Letters to the editor |
Which is more counterproductive: a brief delay or ‘start anyway’?
ARGC, 13 Upper Wimpole Street, London WIM 7TD, UK
1 To whom correspondence should be addressed. E-mail: tarekeltoukhy{at}hotmail.com
Sir,
We read with interest the article entitled ‘Repeated testing of basal FSH levels has no predictive value for IVF outcome in women with elevated basal FSH’ by Abdalla and Thum (2006)

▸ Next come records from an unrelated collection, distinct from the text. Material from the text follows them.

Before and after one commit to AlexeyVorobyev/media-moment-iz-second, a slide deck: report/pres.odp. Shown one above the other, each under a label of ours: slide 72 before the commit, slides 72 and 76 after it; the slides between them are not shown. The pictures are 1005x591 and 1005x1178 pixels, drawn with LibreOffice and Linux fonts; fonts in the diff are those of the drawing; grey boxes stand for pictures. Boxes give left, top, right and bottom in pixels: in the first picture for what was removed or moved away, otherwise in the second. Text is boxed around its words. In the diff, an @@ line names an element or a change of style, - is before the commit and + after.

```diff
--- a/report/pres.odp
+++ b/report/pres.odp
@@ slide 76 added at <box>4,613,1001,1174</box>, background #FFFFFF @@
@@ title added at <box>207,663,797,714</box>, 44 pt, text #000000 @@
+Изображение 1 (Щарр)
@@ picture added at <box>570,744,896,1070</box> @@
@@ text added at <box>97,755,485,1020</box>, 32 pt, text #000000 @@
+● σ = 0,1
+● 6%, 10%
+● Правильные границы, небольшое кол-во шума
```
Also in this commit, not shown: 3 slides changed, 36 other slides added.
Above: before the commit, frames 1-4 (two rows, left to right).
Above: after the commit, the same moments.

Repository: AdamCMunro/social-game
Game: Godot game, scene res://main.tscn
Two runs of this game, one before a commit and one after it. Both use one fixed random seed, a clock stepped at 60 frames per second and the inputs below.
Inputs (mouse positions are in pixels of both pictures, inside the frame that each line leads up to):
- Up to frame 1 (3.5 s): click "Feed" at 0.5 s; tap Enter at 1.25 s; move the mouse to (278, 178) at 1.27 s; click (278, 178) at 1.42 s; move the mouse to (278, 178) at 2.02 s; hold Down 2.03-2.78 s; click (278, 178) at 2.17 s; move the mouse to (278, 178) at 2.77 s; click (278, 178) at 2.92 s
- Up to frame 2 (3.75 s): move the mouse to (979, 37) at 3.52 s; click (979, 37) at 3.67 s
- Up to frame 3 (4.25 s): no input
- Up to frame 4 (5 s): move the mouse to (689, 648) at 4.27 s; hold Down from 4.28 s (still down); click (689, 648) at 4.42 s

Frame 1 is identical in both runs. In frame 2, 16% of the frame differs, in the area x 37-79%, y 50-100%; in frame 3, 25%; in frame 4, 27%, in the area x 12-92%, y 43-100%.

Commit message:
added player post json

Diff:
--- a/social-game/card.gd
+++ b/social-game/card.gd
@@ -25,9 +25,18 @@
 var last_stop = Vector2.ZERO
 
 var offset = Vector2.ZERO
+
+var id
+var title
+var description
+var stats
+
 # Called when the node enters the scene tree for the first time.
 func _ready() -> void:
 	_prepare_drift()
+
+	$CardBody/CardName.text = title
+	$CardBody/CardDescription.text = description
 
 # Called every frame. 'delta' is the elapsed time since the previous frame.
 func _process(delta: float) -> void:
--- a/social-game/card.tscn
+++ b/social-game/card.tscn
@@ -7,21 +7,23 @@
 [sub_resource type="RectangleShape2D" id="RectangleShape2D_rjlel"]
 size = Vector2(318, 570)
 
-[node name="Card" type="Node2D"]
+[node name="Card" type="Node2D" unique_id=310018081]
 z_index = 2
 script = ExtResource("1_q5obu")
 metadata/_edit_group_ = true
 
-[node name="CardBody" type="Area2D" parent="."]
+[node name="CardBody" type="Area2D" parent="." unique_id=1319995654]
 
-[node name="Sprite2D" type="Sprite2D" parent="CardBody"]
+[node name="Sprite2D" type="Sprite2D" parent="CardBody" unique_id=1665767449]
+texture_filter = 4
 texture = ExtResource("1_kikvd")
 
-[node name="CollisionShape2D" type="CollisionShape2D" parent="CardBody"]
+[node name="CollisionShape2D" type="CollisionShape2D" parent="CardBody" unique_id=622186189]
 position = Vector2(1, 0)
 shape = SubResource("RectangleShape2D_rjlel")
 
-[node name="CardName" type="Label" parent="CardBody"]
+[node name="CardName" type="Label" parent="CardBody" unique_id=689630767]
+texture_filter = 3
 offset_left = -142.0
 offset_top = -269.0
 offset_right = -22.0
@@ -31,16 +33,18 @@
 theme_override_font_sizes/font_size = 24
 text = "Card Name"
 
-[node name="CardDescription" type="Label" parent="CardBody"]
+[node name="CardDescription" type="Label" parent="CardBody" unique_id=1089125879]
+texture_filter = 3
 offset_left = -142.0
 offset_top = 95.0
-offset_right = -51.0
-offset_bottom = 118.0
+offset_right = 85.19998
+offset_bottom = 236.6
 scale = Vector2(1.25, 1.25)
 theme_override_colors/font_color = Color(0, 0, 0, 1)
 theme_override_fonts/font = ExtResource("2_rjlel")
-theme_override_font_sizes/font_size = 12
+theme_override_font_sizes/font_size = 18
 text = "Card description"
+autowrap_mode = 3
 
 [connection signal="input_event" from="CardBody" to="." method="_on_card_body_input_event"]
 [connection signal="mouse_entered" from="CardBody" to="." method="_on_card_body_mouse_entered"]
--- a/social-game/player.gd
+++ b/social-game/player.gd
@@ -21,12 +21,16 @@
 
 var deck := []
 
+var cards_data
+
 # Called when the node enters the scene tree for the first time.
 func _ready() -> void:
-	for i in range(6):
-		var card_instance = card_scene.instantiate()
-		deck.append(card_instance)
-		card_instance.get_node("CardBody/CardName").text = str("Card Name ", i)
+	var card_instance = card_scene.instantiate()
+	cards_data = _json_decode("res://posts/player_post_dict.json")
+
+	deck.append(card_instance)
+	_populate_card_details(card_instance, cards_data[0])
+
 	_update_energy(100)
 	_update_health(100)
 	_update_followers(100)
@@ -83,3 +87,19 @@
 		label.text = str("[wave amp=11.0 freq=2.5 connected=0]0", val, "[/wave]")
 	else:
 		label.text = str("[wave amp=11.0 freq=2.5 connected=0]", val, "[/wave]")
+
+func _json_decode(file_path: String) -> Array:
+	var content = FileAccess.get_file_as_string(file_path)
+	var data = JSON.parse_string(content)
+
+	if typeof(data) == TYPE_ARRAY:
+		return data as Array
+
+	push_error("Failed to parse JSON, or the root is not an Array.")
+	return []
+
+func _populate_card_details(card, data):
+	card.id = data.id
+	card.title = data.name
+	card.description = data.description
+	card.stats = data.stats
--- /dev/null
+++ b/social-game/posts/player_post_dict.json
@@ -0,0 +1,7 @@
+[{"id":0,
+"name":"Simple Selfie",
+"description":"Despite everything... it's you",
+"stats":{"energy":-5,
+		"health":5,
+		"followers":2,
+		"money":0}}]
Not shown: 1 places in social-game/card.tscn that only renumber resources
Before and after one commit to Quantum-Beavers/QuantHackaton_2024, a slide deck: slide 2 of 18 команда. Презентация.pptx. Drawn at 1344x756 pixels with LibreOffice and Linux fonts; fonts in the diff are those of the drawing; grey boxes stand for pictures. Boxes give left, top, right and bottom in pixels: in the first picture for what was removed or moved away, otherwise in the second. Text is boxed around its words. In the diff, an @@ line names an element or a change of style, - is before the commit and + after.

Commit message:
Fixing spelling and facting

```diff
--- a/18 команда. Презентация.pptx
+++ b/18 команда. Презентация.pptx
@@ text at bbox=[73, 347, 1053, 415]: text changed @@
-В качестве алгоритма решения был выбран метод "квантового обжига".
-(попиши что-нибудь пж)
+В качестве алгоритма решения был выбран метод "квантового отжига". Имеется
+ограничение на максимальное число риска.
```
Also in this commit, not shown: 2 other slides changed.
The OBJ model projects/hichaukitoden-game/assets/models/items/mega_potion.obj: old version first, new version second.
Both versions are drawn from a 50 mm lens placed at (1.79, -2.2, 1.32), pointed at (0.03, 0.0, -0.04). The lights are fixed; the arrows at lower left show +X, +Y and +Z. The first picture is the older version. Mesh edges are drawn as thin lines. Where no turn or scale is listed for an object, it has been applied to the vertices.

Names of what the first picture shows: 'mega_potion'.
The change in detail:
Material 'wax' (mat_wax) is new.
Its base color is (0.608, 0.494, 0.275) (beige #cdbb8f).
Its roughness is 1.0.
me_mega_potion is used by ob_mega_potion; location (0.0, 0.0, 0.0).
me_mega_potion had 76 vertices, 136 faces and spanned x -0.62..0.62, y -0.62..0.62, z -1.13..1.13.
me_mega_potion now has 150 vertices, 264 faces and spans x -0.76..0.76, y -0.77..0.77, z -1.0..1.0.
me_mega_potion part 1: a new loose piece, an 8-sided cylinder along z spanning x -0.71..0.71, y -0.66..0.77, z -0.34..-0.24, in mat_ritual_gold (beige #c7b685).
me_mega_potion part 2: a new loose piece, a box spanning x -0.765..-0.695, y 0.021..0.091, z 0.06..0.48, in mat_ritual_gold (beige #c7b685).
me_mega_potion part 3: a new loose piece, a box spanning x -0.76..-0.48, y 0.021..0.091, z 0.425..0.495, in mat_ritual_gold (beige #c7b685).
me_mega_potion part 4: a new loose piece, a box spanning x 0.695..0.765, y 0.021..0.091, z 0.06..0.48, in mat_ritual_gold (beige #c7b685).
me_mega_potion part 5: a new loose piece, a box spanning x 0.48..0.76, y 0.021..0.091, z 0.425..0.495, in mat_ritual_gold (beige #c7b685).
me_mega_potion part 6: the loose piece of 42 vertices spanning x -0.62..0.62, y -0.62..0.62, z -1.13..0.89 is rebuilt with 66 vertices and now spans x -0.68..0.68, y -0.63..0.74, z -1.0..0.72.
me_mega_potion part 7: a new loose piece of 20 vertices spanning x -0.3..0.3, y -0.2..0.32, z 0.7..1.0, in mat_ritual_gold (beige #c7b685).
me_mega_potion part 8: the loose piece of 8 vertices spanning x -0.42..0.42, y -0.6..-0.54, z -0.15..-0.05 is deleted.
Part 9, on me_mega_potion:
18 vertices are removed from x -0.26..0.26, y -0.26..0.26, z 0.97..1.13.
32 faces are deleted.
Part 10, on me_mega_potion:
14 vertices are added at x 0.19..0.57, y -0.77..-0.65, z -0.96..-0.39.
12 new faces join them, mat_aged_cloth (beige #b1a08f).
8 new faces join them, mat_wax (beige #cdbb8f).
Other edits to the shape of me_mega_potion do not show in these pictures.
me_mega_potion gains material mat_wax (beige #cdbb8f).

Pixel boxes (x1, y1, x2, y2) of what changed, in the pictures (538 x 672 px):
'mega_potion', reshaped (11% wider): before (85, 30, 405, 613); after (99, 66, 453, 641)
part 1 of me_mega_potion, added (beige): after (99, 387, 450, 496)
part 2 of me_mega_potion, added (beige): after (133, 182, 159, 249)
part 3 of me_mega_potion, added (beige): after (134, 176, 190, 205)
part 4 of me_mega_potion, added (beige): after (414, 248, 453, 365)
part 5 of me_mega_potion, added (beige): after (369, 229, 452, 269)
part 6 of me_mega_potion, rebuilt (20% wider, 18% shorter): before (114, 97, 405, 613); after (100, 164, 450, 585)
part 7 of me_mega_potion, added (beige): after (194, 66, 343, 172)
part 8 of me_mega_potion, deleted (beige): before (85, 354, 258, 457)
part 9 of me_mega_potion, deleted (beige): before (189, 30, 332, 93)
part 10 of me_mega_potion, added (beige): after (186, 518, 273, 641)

. Although we congratulate the authors on their work, we disagree with them that the study ‘...provides a specific answer to the question as to whether repeated testing of FSH for patients to bring their basal FSH levels down...would be beneficial for the patients’ treatment’ for the following reasons:
- The study refers to FSH levels that were generally measured in a menstrual cycle other than the actual cycle of IVF treatment. Given the well-documented phenomenon of inter-cycle FSH level variability (Brown et al., 1995; Buyalos et al., 1998; Jain et al., 2003), correlating IVF cycle parameters and outcome to an FSH level measured in a different cycle seems illogical and undermines the validity of the study results. Obtaining more than double the live birth rate in the high-FSH group somehow exposes the weakness of the study design (even though statistical significance was not reached because of the profoundly small number of patients involved).
- Even in IVF cycles where the FSH and estradiol (E2) levels were measured within the same cycle of treatment, the authors declared in the materials and methods section that ovarian stimulation in some of those cycles (actual proportion not provided) was carried out using the long luteal-phase down-regulation protocol. This meant that multifollicular stimulation was effectively started in the ovarian cycle subsequent to that when the FSH level was measured, further undermining the hypothesis behind group allocation.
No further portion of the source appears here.